Records from a dataset
---+---
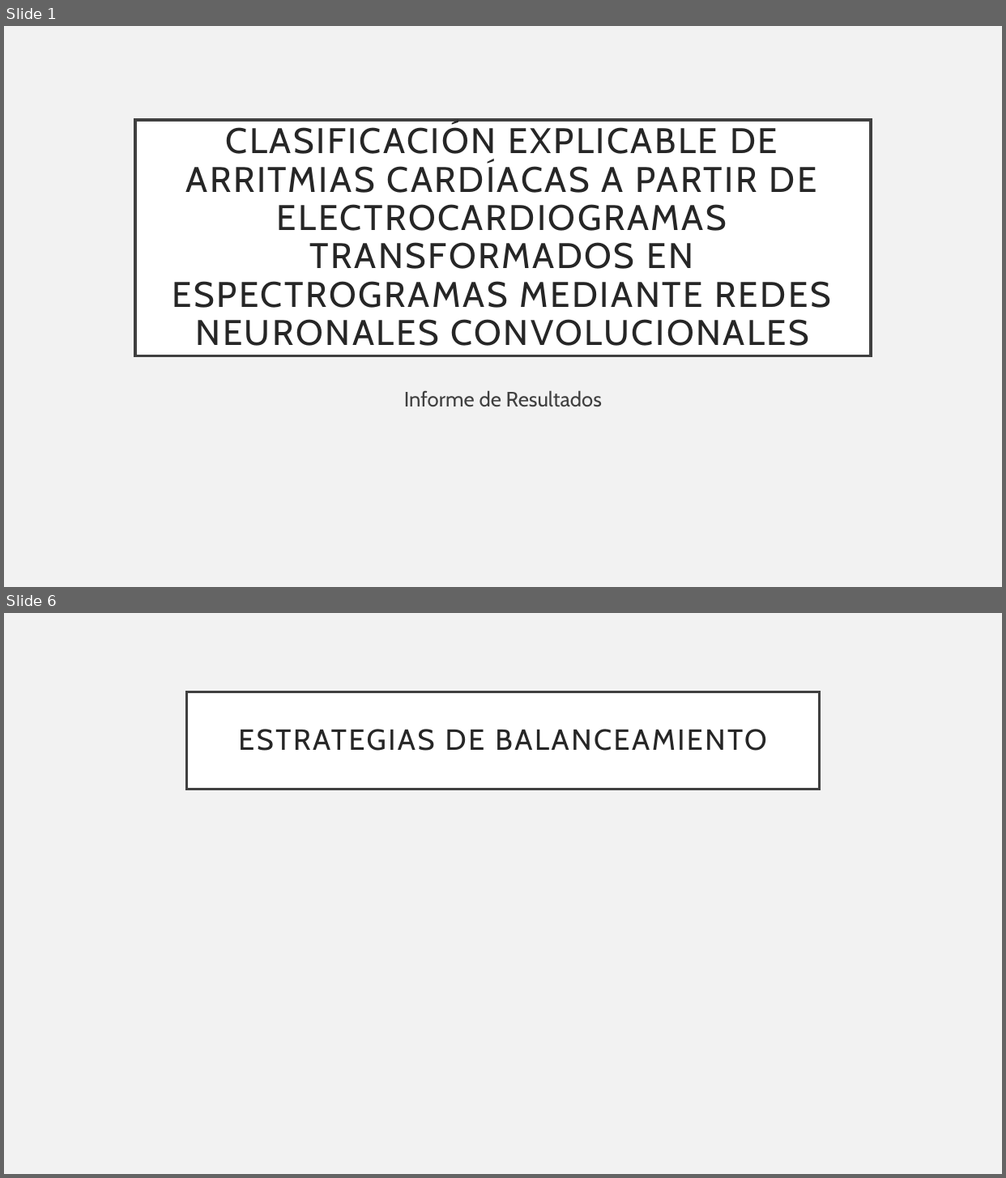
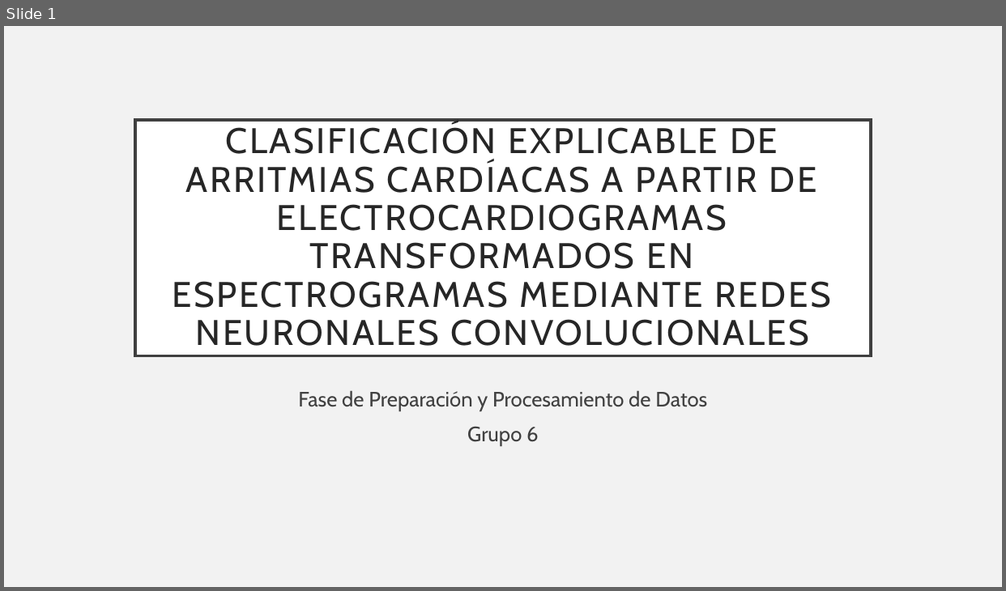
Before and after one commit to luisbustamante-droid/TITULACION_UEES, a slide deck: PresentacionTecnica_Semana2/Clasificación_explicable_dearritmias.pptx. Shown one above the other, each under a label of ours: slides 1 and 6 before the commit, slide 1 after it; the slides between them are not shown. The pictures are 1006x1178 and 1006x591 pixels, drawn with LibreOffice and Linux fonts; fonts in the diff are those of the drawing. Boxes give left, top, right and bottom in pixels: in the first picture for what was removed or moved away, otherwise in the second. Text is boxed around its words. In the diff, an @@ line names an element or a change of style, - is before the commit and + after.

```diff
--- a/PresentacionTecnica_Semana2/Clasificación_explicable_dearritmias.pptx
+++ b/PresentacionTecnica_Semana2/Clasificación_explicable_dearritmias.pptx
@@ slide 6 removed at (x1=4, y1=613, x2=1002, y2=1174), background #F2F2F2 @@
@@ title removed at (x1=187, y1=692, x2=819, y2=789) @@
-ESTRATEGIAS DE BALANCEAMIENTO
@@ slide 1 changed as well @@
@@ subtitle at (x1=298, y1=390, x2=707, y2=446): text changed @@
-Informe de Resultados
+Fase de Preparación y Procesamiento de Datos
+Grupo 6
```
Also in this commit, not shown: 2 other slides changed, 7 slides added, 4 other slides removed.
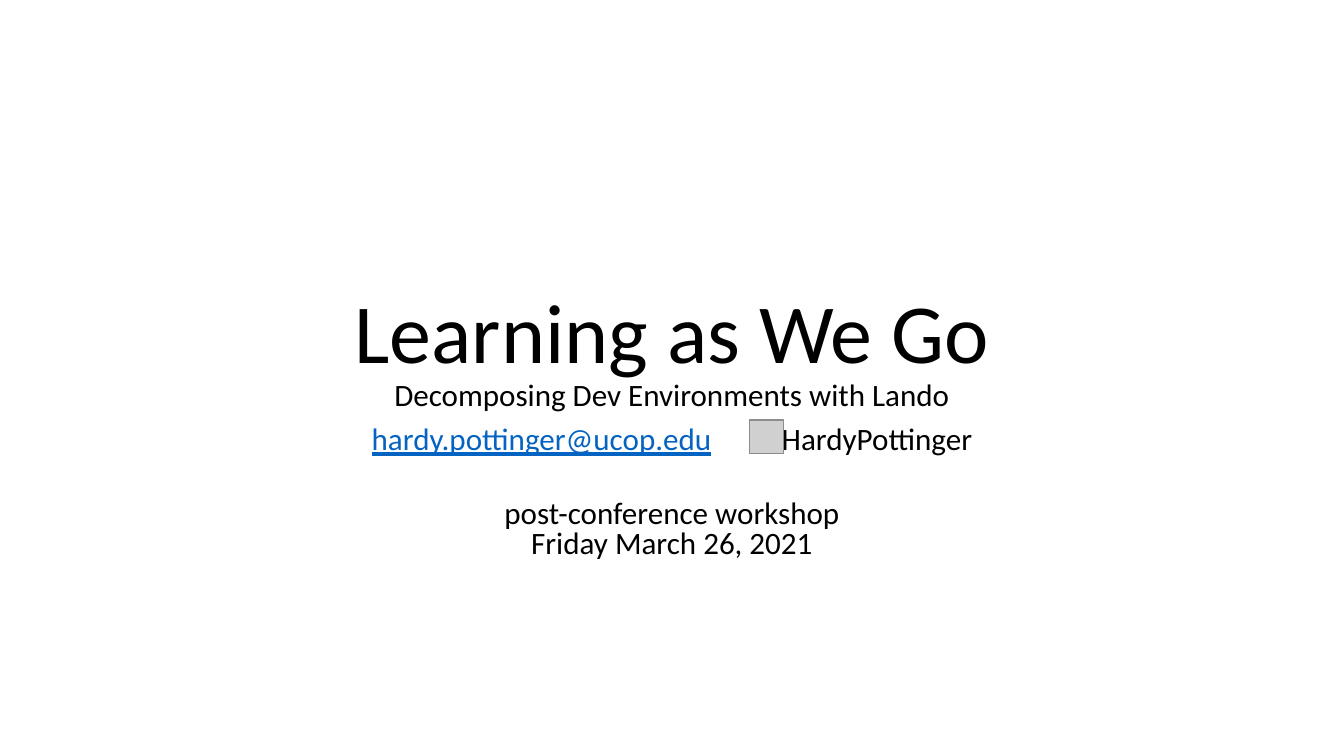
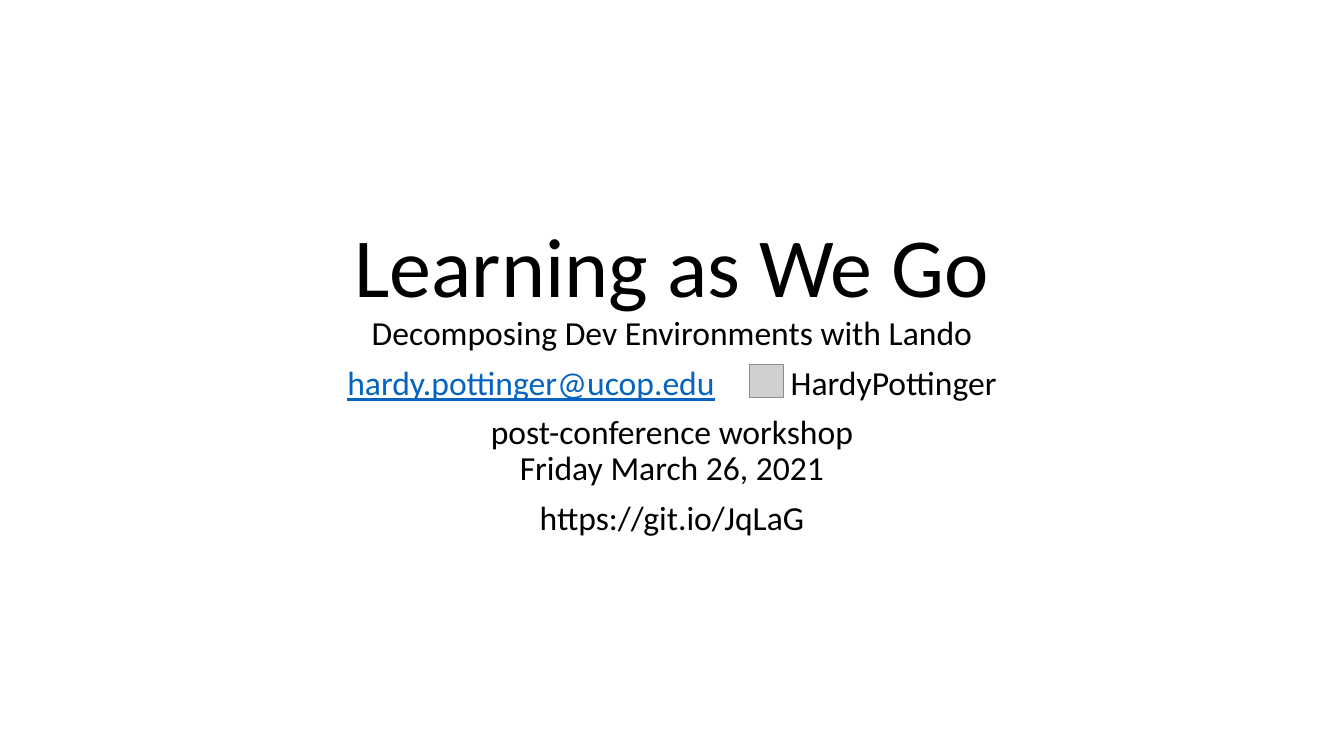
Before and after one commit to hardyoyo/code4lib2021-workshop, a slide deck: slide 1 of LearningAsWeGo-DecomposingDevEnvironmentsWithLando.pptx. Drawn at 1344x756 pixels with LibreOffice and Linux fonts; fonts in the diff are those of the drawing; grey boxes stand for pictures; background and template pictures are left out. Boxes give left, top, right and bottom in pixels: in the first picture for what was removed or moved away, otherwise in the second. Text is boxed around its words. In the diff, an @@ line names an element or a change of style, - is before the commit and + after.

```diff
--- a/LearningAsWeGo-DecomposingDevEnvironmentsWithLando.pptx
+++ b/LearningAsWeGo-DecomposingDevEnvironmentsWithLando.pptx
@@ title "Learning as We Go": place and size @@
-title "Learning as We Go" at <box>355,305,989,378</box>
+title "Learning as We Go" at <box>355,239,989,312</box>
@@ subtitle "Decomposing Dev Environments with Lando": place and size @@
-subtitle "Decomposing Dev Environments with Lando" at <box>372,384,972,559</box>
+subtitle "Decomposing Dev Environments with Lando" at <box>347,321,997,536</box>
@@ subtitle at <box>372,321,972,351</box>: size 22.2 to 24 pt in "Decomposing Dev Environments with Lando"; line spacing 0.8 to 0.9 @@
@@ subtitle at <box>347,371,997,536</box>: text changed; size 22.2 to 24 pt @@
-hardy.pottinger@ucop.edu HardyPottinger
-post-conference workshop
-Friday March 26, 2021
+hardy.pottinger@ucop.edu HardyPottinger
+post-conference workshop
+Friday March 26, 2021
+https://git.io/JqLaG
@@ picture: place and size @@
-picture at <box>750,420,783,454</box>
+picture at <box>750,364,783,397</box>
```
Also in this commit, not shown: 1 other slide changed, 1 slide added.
---+---
> **Problem to work on**: Each line above should be written out again exactly, without any image.

> **Result of this exercise**:
Before and after one commit to luisbustamante-droid/TITULACION_UEES, a slide deck: PresentacionTecnica_Semana2/Clasificación_explicable_dearritmias.pptx. Shown one above the other, each under a label of ours: slides 1 and 6 before the commit, slide 1 after it; the slides between them are not shown. The pictures are 1006x1178 and 1006x591 pixels, drawn with LibreOffice and Linux fonts; fonts in the diff are those of the drawing. Boxes give left, top, right and bottom in pixels: in the first picture for what was removed or moved away, otherwise in the second. Text is boxed around its words. In the diff, an @@ line names an element or a change of style, - is before the commit and + after.

```diff
--- a/PresentacionTecnica_Semana2/Clasificación_explicable_dearritmias.pptx
+++ b/PresentacionTecnica_Semana2/Clasificación_explicable_dearritmias.pptx
@@ slide 6 removed at (x1=4, y1=613, x2=1002, y2=1174), background #F2F2F2 @@
@@ title removed at (x1=187, y1=692, x2=819, y2=789) @@
-ESTRATEGIAS DE BALANCEAMIENTO
@@ slide 1 changed as well @@
@@ subtitle at (x1=298, y1=390, x2=707, y2=446): text changed @@
-Informe de Resultados
+Fase de Preparación y Procesamiento de Datos
+Grupo 6
```
Also in this commit, not shown: 2 other slides changed, 7 slides added, 4 other slides removed.
Before and after one commit to hardyoyo/code4lib2021-workshop, a slide deck: slide 1 of LearningAsWeGo-DecomposingDevEnvironmentsWithLando.pptx. Drawn at 1344x756 pixels with LibreOffice and Linux fonts; fonts in the diff are those of the drawing; grey boxes stand for pictures; background and template pictures are left out. Boxes give left, top, right and bottom in pixels: in the first picture for what was removed or moved away, otherwise in the second. Text is boxed around its words. In the diff, an @@ line names an element or a change of style, - is before the commit and + after.

```diff
--- a/LearningAsWeGo-DecomposingDevEnvironmentsWithLando.pptx
+++ b/LearningAsWeGo-DecomposingDevEnvironmentsWithLando.pptx
@@ title "Learning as We Go": place and size @@
-title "Learning as We Go" at <box>355,305,989,378</box>
+title "Learning as We Go" at <box>355,239,989,312</box>
@@ subtitle "Decomposing Dev Environments with Lando": place and size @@
-subtitle "Decomposing Dev Environments with Lando" at <box>372,384,972,559</box>
+subtitle "Decomposing Dev Environments with Lando" at <box>347,321,997,536</box>
@@ subtitle at <box>372,321,972,351</box>: size 22.2 to 24 pt in "Decomposing Dev Environments with Lando"; line spacing 0.8 to 0.9 @@
@@ subtitle at <box>347,371,997,536</box>: text changed; size 22.2 to 24 pt @@
-hardy.pottinger@ucop.edu HardyPottinger
-post-conference workshop
-Friday March 26, 2021
+hardy.pottinger@ucop.edu HardyPottinger
+post-conference workshop
+Friday March 26, 2021
+https://git.io/JqLaG
@@ picture: place and size @@
-picture at <box>750,420,783,454</box>
+picture at <box>750,364,783,397</box>
```
Also in this commit, not shown: 1 other slide changed, 1 slide added.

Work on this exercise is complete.